On Christmas Eve 1943, Noel’s second birthday, Dorothy sat in a pew at the back of the Chapel with the child on her lap.
A familiar introduction started on the piano and she joined her fellow women prisoners in a rendition of ‘Silent Night’.
She snuggled Noel close to her and kissed the top of his dark head, closing her eyes as she enjoyed the beautiful harmonies of some of the more tuneful singers.
The Christmas carol took her back to her life in Fulham, before the war. In her mind, she was sitting next to Daisy’s piano, singing with both their families as Daisy entertained them with festive tunes. How things had changed in just a few short years.

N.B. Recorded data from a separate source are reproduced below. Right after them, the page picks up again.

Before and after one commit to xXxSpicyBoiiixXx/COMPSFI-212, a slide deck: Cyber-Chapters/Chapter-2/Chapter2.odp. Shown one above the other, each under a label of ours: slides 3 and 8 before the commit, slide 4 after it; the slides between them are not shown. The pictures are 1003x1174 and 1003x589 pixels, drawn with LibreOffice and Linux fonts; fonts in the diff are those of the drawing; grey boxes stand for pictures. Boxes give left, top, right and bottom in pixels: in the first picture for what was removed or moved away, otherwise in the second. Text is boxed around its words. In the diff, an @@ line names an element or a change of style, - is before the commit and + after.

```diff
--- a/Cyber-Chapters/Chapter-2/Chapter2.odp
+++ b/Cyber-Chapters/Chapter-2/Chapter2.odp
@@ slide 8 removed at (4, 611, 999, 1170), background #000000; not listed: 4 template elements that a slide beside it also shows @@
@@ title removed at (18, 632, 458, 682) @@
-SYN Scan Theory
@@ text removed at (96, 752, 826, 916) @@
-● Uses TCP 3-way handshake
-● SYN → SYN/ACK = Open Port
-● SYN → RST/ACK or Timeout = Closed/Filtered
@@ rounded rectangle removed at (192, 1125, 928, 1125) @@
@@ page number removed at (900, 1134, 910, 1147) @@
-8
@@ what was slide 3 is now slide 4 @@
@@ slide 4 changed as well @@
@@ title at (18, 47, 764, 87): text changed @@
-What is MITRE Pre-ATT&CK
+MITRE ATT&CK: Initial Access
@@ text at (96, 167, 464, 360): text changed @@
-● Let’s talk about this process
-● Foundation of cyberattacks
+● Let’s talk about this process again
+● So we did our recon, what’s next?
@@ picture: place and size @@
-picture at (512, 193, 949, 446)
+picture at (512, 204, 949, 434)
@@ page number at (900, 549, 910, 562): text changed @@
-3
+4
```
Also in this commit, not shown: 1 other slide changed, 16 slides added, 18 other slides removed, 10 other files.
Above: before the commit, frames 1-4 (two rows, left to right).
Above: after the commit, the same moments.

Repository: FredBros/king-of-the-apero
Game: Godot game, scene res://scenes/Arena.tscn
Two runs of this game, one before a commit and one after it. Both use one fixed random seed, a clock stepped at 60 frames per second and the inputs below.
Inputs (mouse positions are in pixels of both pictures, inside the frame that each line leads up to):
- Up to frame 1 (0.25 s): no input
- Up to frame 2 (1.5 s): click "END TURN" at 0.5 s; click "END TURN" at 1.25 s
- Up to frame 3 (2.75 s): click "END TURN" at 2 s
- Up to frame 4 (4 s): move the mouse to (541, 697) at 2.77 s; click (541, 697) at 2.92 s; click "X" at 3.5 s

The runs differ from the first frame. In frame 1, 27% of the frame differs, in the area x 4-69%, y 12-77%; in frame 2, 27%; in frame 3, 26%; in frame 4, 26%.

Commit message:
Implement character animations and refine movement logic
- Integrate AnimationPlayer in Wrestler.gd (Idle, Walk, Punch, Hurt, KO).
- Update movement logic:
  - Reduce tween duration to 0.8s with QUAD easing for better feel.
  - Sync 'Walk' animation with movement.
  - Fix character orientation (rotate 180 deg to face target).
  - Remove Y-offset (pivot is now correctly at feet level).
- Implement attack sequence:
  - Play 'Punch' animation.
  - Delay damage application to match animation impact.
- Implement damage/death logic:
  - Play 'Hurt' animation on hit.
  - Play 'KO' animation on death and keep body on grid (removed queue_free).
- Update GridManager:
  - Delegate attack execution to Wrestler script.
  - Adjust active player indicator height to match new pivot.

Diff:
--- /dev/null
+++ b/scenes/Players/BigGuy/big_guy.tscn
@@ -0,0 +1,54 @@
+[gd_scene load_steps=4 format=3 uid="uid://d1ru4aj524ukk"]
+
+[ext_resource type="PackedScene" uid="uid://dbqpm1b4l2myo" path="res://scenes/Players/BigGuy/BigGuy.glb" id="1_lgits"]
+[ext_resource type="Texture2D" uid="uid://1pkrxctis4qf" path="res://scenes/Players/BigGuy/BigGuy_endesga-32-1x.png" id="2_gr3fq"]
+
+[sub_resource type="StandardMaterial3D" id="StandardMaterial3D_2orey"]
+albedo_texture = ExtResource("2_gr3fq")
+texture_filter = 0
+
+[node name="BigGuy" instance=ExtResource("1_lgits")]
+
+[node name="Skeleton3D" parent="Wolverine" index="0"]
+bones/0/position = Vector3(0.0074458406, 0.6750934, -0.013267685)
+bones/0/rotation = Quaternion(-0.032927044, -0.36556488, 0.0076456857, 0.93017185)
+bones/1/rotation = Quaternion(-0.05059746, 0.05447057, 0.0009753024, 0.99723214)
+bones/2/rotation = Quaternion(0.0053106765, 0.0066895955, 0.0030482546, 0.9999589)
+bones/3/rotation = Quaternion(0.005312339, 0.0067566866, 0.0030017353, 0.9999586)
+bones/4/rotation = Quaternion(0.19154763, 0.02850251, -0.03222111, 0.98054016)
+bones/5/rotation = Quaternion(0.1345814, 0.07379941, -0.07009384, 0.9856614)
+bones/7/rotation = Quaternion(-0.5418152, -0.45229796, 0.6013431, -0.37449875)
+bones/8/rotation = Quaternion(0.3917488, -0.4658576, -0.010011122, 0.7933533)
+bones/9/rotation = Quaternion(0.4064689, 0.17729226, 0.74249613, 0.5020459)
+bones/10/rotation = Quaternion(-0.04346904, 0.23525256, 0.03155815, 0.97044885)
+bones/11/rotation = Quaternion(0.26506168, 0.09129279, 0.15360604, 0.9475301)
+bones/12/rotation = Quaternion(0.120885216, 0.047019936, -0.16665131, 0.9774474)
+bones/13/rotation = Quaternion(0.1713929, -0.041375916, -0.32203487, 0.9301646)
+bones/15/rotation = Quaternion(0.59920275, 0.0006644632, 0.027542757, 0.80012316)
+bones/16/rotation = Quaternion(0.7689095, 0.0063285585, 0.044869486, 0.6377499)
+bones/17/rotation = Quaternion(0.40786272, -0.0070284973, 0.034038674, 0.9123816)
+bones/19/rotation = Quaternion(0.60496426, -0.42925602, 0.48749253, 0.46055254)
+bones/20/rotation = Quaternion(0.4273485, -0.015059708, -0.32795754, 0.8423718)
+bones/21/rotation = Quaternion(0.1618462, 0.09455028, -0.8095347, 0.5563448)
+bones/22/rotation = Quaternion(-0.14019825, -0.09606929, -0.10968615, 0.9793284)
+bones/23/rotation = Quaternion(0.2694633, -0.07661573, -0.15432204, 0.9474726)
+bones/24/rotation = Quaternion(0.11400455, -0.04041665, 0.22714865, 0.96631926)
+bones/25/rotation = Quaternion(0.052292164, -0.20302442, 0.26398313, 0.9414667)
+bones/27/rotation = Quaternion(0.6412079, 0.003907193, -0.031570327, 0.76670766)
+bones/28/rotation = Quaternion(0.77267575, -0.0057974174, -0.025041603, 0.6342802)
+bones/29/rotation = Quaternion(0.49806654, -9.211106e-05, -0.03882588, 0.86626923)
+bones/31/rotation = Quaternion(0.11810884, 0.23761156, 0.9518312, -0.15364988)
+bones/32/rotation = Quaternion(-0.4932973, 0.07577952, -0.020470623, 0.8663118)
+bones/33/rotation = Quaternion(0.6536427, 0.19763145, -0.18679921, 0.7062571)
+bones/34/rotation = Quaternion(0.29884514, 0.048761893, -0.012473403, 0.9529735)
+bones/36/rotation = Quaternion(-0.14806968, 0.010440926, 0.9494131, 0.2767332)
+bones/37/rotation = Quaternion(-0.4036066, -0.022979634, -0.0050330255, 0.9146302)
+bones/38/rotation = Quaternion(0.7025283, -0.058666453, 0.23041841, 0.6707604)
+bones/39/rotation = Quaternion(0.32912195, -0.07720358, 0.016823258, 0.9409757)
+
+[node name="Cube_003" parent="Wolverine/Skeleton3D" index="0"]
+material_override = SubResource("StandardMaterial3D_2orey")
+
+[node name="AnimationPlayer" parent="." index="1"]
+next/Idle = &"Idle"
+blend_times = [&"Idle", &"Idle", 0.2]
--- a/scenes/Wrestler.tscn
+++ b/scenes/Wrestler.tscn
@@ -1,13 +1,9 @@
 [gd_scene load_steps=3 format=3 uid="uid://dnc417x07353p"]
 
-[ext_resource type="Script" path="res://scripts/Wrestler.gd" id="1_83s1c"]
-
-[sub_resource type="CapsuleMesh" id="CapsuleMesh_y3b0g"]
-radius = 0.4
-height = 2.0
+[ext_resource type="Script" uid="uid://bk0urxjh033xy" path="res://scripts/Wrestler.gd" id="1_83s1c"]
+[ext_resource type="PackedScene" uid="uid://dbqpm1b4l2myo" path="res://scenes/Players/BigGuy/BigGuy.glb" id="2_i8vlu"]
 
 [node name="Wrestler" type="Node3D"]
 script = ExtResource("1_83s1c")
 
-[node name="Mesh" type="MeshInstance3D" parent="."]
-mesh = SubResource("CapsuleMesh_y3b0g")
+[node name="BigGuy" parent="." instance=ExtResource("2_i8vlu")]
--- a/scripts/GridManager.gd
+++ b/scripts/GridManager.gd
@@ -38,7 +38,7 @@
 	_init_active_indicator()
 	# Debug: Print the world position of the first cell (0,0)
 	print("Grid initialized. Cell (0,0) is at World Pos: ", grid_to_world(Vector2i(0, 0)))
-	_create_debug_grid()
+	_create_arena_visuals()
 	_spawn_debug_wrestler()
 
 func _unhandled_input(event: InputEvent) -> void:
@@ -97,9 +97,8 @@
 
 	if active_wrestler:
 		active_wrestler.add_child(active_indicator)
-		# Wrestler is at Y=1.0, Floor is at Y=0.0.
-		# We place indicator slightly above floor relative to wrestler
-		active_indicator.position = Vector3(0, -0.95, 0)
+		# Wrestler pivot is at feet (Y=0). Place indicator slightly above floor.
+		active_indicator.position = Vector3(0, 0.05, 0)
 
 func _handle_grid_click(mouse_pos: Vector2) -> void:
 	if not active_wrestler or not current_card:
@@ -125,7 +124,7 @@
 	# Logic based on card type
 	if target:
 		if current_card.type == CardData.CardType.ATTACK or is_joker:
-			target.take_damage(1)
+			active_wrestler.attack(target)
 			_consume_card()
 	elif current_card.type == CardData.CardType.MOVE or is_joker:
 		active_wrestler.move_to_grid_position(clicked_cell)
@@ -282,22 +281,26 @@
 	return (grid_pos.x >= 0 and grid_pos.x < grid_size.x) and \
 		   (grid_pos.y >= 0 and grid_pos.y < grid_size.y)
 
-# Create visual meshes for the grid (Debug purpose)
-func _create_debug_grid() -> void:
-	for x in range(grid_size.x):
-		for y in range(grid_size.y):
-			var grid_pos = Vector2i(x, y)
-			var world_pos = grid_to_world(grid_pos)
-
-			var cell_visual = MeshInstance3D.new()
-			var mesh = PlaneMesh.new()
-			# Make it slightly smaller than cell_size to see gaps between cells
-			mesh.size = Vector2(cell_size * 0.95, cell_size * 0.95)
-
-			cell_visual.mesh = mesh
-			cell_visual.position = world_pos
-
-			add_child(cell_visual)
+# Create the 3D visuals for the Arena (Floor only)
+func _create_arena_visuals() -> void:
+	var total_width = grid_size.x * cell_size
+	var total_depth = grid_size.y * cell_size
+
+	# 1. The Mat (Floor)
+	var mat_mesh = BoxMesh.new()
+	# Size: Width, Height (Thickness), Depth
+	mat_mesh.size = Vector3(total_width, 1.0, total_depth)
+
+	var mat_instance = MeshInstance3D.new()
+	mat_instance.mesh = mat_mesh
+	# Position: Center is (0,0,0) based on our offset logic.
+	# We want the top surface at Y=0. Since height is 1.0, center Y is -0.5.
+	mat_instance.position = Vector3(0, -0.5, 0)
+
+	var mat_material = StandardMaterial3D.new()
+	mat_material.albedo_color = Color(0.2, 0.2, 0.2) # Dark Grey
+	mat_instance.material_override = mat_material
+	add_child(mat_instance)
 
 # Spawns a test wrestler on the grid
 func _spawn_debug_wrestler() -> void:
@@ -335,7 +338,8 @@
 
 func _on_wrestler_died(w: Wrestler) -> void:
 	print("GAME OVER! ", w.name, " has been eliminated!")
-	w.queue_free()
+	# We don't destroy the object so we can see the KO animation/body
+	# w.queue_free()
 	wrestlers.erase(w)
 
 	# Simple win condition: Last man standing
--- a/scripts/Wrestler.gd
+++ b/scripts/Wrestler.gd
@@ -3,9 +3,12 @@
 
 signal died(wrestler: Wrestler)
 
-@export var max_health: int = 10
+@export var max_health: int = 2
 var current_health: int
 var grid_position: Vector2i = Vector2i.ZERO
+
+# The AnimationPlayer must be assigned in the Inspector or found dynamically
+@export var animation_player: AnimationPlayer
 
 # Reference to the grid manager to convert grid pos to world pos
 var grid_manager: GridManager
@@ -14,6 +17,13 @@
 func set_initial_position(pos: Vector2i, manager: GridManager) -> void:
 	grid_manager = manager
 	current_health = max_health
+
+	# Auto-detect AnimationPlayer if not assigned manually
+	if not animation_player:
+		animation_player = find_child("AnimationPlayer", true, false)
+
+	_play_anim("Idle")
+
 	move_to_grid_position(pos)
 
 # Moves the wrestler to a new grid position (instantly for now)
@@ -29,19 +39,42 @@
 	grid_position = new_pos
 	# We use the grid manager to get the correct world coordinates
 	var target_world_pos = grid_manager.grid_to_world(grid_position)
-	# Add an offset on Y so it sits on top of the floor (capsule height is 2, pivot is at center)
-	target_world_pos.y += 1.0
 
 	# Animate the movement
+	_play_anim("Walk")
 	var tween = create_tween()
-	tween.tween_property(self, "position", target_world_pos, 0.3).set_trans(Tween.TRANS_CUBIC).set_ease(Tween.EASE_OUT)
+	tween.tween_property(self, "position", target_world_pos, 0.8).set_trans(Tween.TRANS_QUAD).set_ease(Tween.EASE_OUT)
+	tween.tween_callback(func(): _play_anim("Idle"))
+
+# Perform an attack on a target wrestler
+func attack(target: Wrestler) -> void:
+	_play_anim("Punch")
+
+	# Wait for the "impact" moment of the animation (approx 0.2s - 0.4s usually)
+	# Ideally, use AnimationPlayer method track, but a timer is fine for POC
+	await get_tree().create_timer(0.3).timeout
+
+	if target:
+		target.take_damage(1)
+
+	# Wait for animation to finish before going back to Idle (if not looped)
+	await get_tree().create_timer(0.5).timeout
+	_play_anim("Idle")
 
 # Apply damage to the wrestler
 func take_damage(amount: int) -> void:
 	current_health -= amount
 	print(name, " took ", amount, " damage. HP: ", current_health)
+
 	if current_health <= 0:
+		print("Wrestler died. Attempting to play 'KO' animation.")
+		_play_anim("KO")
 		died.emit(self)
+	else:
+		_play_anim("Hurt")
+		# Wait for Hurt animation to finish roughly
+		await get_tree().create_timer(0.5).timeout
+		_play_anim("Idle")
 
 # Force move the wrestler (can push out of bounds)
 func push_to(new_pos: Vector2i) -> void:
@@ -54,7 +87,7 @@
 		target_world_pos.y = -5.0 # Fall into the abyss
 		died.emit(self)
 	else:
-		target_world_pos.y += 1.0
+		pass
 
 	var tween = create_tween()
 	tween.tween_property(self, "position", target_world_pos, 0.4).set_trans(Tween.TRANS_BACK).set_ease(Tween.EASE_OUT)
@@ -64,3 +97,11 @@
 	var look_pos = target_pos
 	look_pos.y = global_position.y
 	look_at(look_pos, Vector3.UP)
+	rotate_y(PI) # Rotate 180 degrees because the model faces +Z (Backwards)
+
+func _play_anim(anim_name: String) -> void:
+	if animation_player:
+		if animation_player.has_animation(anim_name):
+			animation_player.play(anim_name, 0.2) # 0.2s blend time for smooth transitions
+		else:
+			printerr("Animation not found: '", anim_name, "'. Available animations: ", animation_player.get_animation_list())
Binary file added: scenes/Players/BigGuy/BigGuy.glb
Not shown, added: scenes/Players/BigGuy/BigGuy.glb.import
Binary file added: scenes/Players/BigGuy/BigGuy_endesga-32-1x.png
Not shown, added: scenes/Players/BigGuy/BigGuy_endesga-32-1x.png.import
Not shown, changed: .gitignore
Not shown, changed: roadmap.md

‘Happy birthday, little man,’ she whispered to Noel as tears started to blur her vision. Noel looked up at her, distracted from the toy rabbit she had clumsily fashioned out of an old sock for his gift, and beamed at her. ‘Mama! Sing, Mama!’
She smiled through her tears as a wave of bittersweet emotion swept over her.
She was his mama. And he was her son. What would happen if – or rather when – they were released from the camp?
What would happen to Noel? She would have to take him to his grandparents in Wiltshire, as promised.
Wouldn’t she? The thought of separation from the child – her child – after all this time together felt like a knife through her heart.